◆ **Work instruction**: Would you pull out every line of the material that contains the string "function"?
- - -
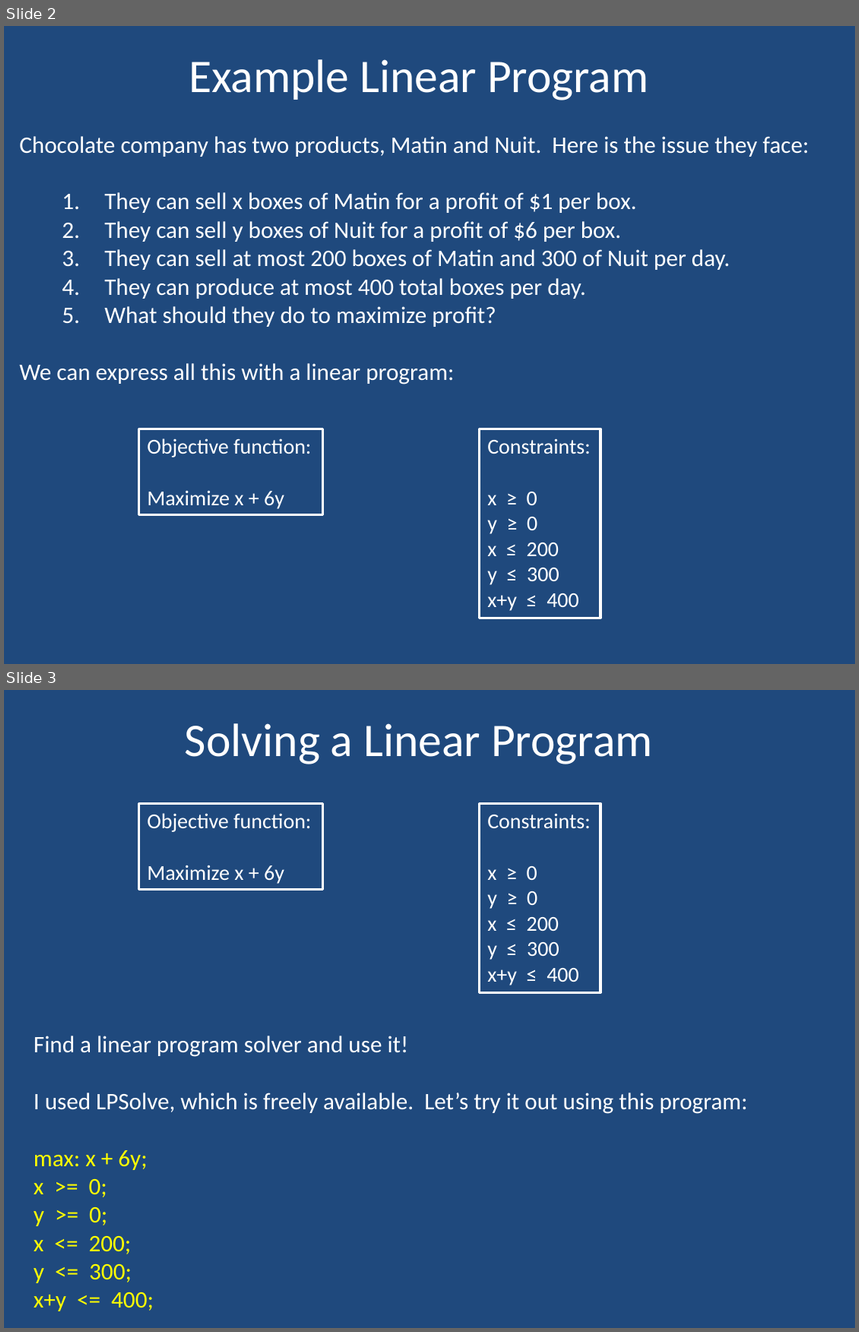
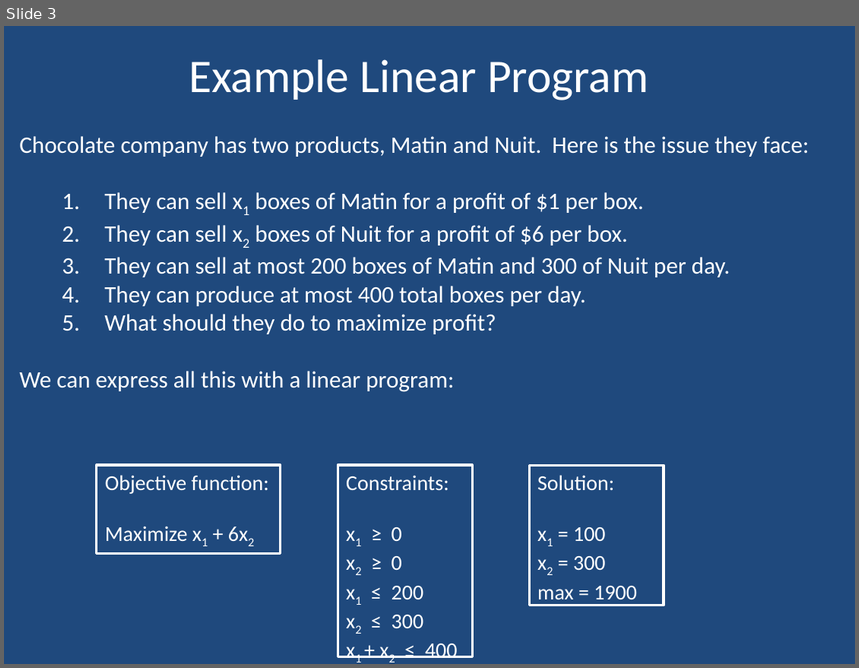
Before and after one commit to dustycodes/Algorithms-UofU, a slide deck: lectures/CS 4150 Linear Programming.pptx. Shown one above the other, each under a label of ours: slides 2 and 3 before the commit, slide 3 after it. The pictures are 859x1332 and 859x668 pixels, drawn with LibreOffice and Linux fonts; fonts in the diff are those of the drawing. Boxes give left, top, right and bottom in pixels: in the first picture for what was removed or moved away, otherwise in the second. Text is boxed around its words. In the diff, an @@ line names an element or a change of style, - is before the commit and + after.

```diff
--- a/lectures/CS 4150 Linear Programming.pptx
+++ b/lectures/CS 4150 Linear Programming.pptx
@@ slide 3 removed at [4,690,855,1328], background #1F497D @@
@@ title removed at [185,723,653,764] @@
-Solving a Linear Program
@@ rectangle removed at [139,803,322,889] @@
-Objective function:
-Maximize x + 6y
@@ rectangle removed at [479,803,601,992] @@
-Constraints:
-x ≥ 0
-y ≥ 0
-x ≤ 200
-y ≤ 300
-x+y ≤ 400
@@ text removed at [34,1036,748,1312] @@
-Find a linear program solver and use it!
-I used LPSolve, which is freely available. Let’s try it out using this program:
-max: x + 6y;
-x >= 0;
-y >= 0;
-x <= 200;
-y <= 300;
-x+y <= 400;
@@ what was slide 2 is now slide 3 @@
@@ slide 3 changed as well @@
@@ text at [104,192,644,246]: text changed @@
-  1. They can sell x boxes of Matin for a profit of $1 per box.
-  2. They can sell y boxes of Nuit for a profit of $6 per box.
+  1. They can sell x1 boxes of Matin for a profit of $1 per box.
+  2. They can sell x2 boxes of Nuit for a profit of $6 per box.
@@ rectangle "Objective function:": place and size @@
-rectangle "Objective function:" at [139,430,322,515]
+rectangle "Objective function:" at [97,465,281,553]
@@ rectangle "Constraints:": place and size @@
-rectangle "Constraints:" at [479,430,601,619]
+rectangle "Constraints:" at [338,465,472,658]
@@ rectangle added at [529,465,664,606], outline #FFFFFF 2 pt, 18 pt, text #FFFFFF @@
+Solution:
+x1 = 100
+x2 = 300
+max = 1900
@@ text in rectangle at [105,527,188,541]: text changed @@
-Maximize x + 6y
+Maximize x1 + 6x2
@@ text in rectangle at [392,528,458,658]: text changed @@
-x ≥ 0
-y ≥ 0
-x ≤ 200
-y ≤ 300
-x+y ≤ 400
+x1 ≥ 0
+x2 ≥ 0
+x1 ≤ 200
+x2 ≤ 300
+x1 + x2 ≤ 400
```
Also in this commit, not shown: 1 other slide changed, 12 slides added, 11 other slides removed, 12 other files.
- - -
◆ **Result**:
-Objective function:
@@ rectangle "Objective function:": place and size @@
-rectangle "Objective function:" at [139,430,322,515]
+rectangle "Objective function:" at [97,465,281,553]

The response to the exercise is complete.